■ Work instruction
From the entries below, extract every line that includes the word "circle".

■ Extracted records

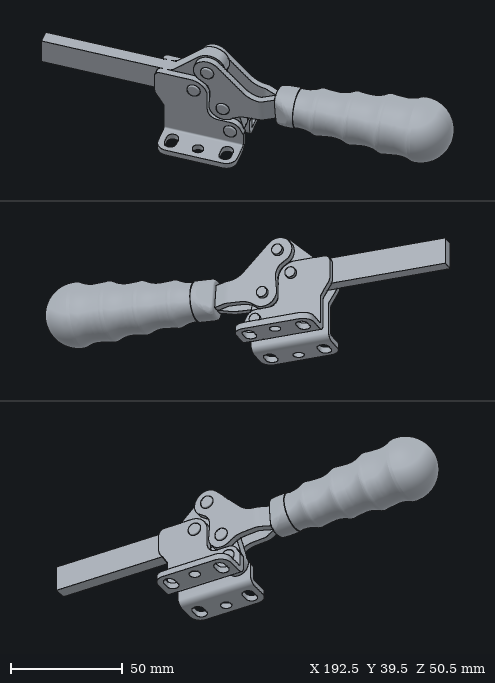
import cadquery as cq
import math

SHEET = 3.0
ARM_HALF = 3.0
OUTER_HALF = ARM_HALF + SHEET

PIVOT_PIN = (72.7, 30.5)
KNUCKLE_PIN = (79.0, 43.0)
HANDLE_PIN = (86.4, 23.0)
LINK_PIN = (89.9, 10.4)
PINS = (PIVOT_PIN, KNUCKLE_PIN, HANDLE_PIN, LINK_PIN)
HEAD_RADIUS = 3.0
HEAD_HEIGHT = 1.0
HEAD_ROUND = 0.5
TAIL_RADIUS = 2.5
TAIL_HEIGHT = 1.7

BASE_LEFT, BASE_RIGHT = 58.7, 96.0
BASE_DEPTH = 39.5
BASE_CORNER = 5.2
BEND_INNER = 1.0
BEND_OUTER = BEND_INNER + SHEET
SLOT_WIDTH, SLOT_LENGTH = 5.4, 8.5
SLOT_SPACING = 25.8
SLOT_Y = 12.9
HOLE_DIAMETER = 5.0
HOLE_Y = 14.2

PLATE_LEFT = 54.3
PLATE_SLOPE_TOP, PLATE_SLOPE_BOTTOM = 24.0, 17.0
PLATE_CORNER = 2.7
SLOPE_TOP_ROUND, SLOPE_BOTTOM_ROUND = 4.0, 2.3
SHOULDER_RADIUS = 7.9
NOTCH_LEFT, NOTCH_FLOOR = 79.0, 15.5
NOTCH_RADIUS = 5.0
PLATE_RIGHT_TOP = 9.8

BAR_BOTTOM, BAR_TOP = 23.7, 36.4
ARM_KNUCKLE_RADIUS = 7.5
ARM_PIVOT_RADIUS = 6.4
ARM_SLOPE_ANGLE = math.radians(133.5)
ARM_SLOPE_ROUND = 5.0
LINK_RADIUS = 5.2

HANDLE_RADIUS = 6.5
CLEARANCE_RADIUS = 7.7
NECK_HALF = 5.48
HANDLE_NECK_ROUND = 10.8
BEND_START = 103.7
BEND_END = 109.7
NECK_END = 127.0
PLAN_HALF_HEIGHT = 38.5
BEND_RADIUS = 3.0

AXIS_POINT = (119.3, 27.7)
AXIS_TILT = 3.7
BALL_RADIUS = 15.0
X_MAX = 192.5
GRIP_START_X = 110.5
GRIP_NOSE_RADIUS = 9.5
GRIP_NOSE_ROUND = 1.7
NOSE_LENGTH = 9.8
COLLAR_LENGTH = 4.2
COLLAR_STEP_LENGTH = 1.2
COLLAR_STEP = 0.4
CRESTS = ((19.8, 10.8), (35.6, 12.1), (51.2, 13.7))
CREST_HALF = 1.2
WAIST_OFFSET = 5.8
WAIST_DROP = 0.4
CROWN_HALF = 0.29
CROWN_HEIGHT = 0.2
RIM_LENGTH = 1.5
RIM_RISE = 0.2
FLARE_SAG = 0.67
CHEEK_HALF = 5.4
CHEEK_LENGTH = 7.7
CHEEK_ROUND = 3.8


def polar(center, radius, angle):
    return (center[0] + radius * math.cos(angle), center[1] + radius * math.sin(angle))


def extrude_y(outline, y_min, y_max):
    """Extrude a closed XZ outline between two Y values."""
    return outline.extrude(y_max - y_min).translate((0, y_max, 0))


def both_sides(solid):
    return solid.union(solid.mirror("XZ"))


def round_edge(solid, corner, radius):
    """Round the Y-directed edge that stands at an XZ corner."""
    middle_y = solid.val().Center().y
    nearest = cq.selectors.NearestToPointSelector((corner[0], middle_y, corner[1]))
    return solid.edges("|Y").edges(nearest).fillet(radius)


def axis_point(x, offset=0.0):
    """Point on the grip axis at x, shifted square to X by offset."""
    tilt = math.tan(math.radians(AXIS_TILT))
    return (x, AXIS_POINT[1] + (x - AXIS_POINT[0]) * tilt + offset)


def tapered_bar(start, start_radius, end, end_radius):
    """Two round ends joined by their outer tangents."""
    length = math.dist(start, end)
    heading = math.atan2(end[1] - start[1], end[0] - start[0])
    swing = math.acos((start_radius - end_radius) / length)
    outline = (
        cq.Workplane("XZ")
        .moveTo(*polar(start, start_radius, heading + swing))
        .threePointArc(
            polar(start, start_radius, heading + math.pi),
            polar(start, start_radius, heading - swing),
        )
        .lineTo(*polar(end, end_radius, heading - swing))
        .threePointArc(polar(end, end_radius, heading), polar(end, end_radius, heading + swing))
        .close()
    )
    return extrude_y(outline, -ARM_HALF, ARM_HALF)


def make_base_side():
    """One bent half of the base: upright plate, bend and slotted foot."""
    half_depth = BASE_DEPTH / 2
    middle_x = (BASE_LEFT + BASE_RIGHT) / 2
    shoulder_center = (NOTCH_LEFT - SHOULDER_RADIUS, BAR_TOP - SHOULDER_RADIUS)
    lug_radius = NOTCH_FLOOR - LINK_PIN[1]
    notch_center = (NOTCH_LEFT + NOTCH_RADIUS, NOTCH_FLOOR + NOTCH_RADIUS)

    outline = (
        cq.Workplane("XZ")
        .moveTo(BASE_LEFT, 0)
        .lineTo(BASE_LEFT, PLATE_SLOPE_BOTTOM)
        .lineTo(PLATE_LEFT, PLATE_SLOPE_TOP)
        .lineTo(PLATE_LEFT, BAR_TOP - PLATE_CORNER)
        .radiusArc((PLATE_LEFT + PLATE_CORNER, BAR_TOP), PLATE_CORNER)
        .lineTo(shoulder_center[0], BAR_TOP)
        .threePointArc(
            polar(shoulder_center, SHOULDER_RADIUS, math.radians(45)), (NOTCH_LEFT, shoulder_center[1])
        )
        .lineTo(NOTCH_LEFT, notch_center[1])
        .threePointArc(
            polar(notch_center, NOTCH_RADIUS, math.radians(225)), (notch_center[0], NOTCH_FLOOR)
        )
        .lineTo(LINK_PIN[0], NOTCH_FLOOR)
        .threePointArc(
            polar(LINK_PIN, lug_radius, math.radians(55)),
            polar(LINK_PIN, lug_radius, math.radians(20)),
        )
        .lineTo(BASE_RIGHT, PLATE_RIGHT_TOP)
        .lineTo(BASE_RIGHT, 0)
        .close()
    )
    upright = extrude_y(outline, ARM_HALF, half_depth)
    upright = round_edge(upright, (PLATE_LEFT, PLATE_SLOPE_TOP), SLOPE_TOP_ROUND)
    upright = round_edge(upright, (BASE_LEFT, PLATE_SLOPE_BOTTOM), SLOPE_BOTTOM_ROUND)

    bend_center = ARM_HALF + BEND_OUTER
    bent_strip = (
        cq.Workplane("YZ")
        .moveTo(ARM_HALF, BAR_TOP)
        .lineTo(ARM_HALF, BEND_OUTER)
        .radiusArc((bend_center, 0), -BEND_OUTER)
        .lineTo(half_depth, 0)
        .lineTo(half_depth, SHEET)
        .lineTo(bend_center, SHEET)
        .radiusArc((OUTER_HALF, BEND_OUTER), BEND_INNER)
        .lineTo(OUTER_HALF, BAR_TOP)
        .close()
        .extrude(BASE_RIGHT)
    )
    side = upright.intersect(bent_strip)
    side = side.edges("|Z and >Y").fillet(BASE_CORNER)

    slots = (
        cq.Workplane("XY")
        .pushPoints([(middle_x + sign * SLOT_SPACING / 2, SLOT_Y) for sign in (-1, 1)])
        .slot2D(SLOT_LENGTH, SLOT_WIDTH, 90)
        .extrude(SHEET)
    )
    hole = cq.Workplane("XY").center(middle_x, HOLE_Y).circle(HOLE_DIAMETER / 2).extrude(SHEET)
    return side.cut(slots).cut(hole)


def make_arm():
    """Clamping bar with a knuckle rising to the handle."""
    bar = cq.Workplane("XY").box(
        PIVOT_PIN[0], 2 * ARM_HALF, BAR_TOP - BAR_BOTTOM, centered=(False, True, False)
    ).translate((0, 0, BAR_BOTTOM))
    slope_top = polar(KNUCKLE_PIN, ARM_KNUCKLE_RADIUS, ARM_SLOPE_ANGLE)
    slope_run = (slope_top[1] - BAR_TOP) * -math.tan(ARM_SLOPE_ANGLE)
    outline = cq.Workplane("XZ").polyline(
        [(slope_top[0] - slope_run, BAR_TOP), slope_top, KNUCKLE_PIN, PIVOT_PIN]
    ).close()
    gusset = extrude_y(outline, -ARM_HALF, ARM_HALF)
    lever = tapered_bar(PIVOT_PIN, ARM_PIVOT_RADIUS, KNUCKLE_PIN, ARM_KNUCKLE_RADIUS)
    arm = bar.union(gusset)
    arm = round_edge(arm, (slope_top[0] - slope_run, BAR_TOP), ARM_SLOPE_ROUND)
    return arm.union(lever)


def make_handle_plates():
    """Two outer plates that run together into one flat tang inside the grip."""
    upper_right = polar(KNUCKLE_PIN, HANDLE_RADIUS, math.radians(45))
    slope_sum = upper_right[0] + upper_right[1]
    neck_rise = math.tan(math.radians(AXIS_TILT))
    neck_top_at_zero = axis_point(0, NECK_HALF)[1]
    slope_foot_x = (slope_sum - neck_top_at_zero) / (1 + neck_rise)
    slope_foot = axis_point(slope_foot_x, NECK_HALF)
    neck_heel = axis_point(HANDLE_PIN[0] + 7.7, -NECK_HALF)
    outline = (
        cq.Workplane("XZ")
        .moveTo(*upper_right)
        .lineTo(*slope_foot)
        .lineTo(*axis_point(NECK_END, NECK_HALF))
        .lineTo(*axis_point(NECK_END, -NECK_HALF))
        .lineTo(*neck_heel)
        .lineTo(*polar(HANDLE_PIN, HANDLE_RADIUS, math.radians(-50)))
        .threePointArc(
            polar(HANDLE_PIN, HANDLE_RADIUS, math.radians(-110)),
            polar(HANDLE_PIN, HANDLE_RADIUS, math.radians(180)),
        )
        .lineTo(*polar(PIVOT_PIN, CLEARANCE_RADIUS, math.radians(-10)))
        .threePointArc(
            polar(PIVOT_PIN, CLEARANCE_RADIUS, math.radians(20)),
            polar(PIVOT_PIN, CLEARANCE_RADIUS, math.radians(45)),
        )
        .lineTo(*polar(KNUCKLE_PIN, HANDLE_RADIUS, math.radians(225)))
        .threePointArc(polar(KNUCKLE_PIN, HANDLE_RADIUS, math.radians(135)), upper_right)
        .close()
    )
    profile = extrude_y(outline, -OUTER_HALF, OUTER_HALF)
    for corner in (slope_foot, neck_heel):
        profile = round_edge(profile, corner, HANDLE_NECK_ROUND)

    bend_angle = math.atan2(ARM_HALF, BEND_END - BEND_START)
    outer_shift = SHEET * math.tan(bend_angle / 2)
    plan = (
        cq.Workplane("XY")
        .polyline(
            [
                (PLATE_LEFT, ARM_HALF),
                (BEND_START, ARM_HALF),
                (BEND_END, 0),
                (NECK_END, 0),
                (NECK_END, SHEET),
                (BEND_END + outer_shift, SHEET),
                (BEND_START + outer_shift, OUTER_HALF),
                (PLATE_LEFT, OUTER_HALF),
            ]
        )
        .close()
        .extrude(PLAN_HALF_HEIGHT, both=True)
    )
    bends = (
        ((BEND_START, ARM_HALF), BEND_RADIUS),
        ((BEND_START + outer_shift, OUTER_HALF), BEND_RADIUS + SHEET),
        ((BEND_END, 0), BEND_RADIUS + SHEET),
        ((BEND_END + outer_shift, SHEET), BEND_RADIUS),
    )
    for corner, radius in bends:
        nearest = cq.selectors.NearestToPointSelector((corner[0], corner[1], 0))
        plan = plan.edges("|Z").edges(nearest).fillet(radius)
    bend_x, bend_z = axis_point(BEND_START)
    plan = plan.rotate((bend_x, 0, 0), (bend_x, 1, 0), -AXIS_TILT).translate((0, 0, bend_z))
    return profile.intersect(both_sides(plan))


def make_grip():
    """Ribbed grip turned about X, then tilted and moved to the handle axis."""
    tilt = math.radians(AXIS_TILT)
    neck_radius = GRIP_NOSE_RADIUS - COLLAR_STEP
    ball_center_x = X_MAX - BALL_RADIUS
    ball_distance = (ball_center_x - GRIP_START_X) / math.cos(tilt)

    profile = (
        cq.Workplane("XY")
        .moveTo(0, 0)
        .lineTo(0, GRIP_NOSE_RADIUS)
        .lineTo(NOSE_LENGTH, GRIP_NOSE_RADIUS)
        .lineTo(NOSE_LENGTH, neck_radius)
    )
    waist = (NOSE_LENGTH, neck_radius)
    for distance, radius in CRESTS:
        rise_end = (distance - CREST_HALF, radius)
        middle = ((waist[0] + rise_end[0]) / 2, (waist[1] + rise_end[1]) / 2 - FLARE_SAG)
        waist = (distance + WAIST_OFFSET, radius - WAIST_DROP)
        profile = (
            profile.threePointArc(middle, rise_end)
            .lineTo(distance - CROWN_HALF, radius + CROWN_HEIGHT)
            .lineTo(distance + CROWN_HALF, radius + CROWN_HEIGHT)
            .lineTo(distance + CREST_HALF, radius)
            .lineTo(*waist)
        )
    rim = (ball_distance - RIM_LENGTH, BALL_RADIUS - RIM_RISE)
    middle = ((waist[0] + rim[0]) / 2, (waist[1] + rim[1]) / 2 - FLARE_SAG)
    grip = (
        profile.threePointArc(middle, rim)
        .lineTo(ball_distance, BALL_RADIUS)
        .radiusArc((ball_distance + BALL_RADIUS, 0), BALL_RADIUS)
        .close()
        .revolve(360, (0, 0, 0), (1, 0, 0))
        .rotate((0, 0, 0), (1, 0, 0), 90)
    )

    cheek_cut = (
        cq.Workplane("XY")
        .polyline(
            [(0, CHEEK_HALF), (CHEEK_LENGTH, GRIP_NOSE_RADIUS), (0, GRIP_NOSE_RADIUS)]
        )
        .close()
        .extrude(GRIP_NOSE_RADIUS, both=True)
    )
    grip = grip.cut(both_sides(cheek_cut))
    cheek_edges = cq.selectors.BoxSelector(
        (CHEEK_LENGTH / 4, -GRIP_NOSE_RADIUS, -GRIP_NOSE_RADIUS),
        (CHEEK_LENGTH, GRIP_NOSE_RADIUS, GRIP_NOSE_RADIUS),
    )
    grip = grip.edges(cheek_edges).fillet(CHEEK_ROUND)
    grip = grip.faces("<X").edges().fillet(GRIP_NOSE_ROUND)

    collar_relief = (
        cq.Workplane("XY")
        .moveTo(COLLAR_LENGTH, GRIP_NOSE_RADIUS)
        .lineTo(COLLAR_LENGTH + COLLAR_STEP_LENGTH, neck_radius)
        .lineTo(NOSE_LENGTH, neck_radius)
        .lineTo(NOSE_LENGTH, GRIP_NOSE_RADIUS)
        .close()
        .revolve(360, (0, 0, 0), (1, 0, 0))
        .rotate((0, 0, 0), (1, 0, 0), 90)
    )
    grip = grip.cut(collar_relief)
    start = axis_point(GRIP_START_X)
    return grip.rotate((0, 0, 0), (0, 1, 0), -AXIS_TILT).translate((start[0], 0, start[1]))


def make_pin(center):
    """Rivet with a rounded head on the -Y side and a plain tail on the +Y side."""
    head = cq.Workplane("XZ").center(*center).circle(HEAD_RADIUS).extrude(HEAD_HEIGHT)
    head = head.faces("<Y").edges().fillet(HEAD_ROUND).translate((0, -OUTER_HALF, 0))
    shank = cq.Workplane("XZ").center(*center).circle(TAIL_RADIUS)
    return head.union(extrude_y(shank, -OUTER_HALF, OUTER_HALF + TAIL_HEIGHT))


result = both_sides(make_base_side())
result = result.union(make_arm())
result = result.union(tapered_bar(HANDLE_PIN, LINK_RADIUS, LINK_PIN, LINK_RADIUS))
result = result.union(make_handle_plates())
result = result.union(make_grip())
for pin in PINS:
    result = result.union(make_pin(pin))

■ Output of the exercise
    hole = cq.Workplane("XY").center(middle_x, HOLE_Y).circle(HOLE_DIAMETER / 2).extrude(SHEET)
    head = cq.Workplane("XZ").center(*center).circle(HEAD_RADIUS).extrude(HEAD_HEIGHT)
    shank = cq.Workplane("XZ").center(*center).circle(TAIL_RADIUS)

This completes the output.